Here is the setup that we work with - a function is shown as a (input, output) edge. The Jacobian of this function is written on the edge itself:$$x\in R^n\underset{\text{Shape (m,n)}}{\overset{\partial y/\partial x}{\to }}y\in R^m$$This representation is naturally extendable to a composition of functions $z=g(y),y=f(x)$. Next we see how chain rule looks like on this graph.

Consider two cases:

In the first case, we have a simple composition of functions: $z=g(y),y=f(x)$

Next we look at a DAG which has two inputs and one output. In this case, the Jacobian wrt input is the sum of Jacobians of each path: $\frac{dz}{dx}=(\underset{J_3}{\underbrace{\frac{\partial z}{\partial y}}})(\underset{J_2}{\underbrace{\frac{\partial y}{\partial x}}})+\underset{J_1}{\underbrace{\frac{\partial z}{\partial x}}}$. The first path is $J_2\to J_3$ and the second path is $J_1$.

This is all we need to fully define the chain rule on a graph. In the next example we combine both these cases.

Consider a DAG of a function $w=f(x),w\in R,x\in R^n$.

This leads to a insight about autodiff on a graph:

A path product is the product of all Jacobians along a path.

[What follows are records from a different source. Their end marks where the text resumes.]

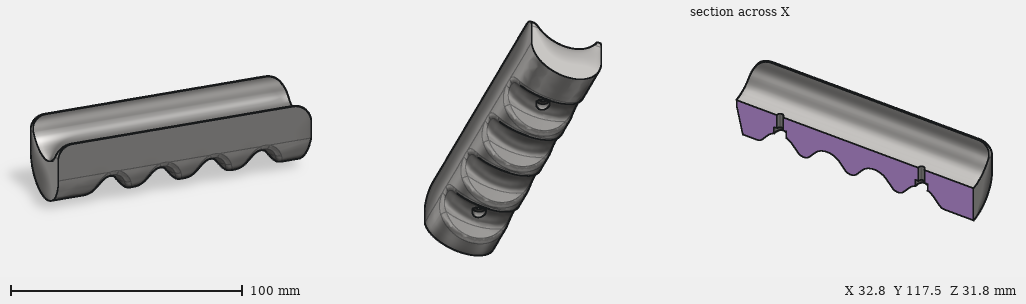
import cadquery as cq
import math

width = 32.77
length = 117.475
height = 31.75

belly_height = 15.4
scoop_radius = 15.875
scoop_floor = 18.8

rear_corner_radius = 8.9
front_corner_radius = 6.35
rear_taper = 3.05

groove_count = 4
hole_spacing = 70.0
groove_pitch = hole_spacing / (groove_count - 1)
first_groove_inset = 25.85
groove_depth = 8.0
groove_tip_radius = 7.5
groove_flank_angle = math.radians(52)
groove_belly_radius = 24.5
groove_edge_fillet = 3.0
cutter_overrun = 6.0

hole_diameter = 3.0
head_diameter = 6.0
head_seat_height = 11.0

half_width = width / 2
front_y = -length / 2
rear_y = length / 2
groove_ys = [front_y + first_groove_inset + i * groove_pitch for i in range(groove_count)]


def make_bar():
    """Solid bar with flat sides, a flat top and a half-elliptical belly."""
    return (
        cq.Workplane("XZ", origin=(0, rear_y, 0))
        .moveTo(-half_width, belly_height)
        .lineTo(-half_width, height)
        .lineTo(half_width, height)
        .lineTo(half_width, belly_height)
        .ellipseArc(half_width, belly_height, 180, 360, sense=-1, startAtCurrent=True)
        .close()
        .extrude(length)
    )


def make_side_envelope():
    """Side outline: rounded upper corners and a rear end that tapers below the sides."""
    diagonal = 1 - math.sqrt(0.5)
    rear_mid = rear_corner_radius * diagonal
    front_mid = front_corner_radius * diagonal
    return (
        cq.Workplane("YZ")
        .moveTo(front_y, 0)
        .lineTo(rear_y - rear_taper, 0)
        .lineTo(rear_y, belly_height)
        .lineTo(rear_y, height - rear_corner_radius)
        .threePointArc((rear_y - rear_mid, height - rear_mid), (rear_y - rear_corner_radius, height))
        .lineTo(front_y + front_corner_radius, height)
        .threePointArc((front_y + front_mid, height - front_mid), (front_y, height - front_corner_radius))
        .close()
        .extrude(half_width, both=True)
    )


def make_groove_cutter(y):
    """Ring with a round-tipped V profile, turned about an axis along Y above the handle."""
    tip_half_width = groove_tip_radius * math.sin(groove_flank_angle)
    tip_drop = groove_tip_radius * (1 - math.cos(groove_flank_angle))
    base_z = -cutter_overrun
    flank_height = groove_depth - tip_drop - base_z
    base_half_width = tip_half_width + flank_height / math.tan(groove_flank_angle)
    axis_z = groove_depth + groove_belly_radius
    return (
        cq.Workplane("YZ")
        .moveTo(y - base_half_width, base_z)
        .lineTo(y - tip_half_width, groove_depth - tip_drop)
        .threePointArc((y, groove_depth), (y + tip_half_width, groove_depth - tip_drop))
        .lineTo(y + base_half_width, base_z)
        .close()
        .revolve(360, (0, axis_z, 0), (1, axis_z, 0))
    )


def cut_grooves(bar):
    """Cut the finger grooves across the belly and round their rims, the only spline edges."""
    for y in groove_ys:
        bar = bar.cut(make_groove_cutter(y))
    return bar.edges("%BSPLINE").fillet(groove_edge_fillet)


def make_scoop():
    """Cylindrical channel along the top."""
    scoop_axis_z = scoop_floor + scoop_radius
    return (
        cq.Workplane("XZ", origin=(0, rear_y, 0))
        .center(0, scoop_axis_z)
        .circle(scoop_radius)
        .extrude(length)
    )


def make_screw_hole(y):
    """Through hole with a wider recess for the screw head, entered from the groove."""
    shank = cq.Workplane("XY").center(0, y).circle(hole_diameter / 2).extrude(height)
    head = cq.Workplane("XY").center(0, y).circle(head_diameter / 2).extrude(head_seat_height)
    return shank.union(head)


result = cut_grooves(make_bar())
result = result.intersect(make_side_envelope())
result = result.cut(make_scoop())
for hole_y in (groove_ys[0], groove_ys[-1]):
    result = result.cut(make_screw_hole(hole_y))

Let's revisit the DAG of the variance function:

There are two paths from $x$ to ${\sigma }^2$. We calculate the Jacobians along each path and add them up to get the Jacobian of ${\sigma }^2$ wrt $x$: $$\begin{array}{rl}{J}_5& =1/2\\ J_4& =2y^T\\ J_3& =\left[\begin{array}{cc}1& 0\\ 0& 1\end{array}\right]\\ J_2& =\left[\begin{array}{c}-1\\ -1\end{array}\right]\\ J_1& =\left[\begin{array}{cc}1/2& 1/2\end{array}\right]\\ \\ \partial {\sigma }^2/\partial x& =J_5{J}_4{J}_2{J}_1+J_5{J}_4{J}_3\in R^{1\times 2}\\ & =y^T\left[\begin{array}{cc}1/2& 1/2\end{array}\right]\left[\begin{array}{c}-1\\ -1\end{array}\right]+y^T\left[\begin{array}{cc}1& 0\\ 0& 1\end{array}\right]\\ & =\frac{1}{2}{x}^T\left[\begin{array}{cc}1& -1\\ -1& 1\end{array}\right]\end{array}$$ This is a linear-algebriac way of representing:

Consider multiplication of three matrices $J_1,J_2,J_3$ of shapes $(m,n),(p,m),(q,p)$. There are two ways to multiply them:

$$\underset{qpm+qmn}{\underbrace{(\underset{(q,p)}{J_3}\underset{(p,m)}{J_2})\underset{(m,n)}{J_1}}}$$$$\underset{qpn+pmn}{\underbrace{\underset{(q,p)}{J_3}(\underset{(p,m)}{J_2}\underset{(m,n)}{J_1})}}$$One can think of them as Jacobians corresponding to functions $a\stackrel{J_1}{\to }b,b\stackrel{J_2}{\to }c,c\stackrel{J_3}{\to }d$. Their product is then the Jacobian corresponding to $a\in R^n\to d\in R^q$.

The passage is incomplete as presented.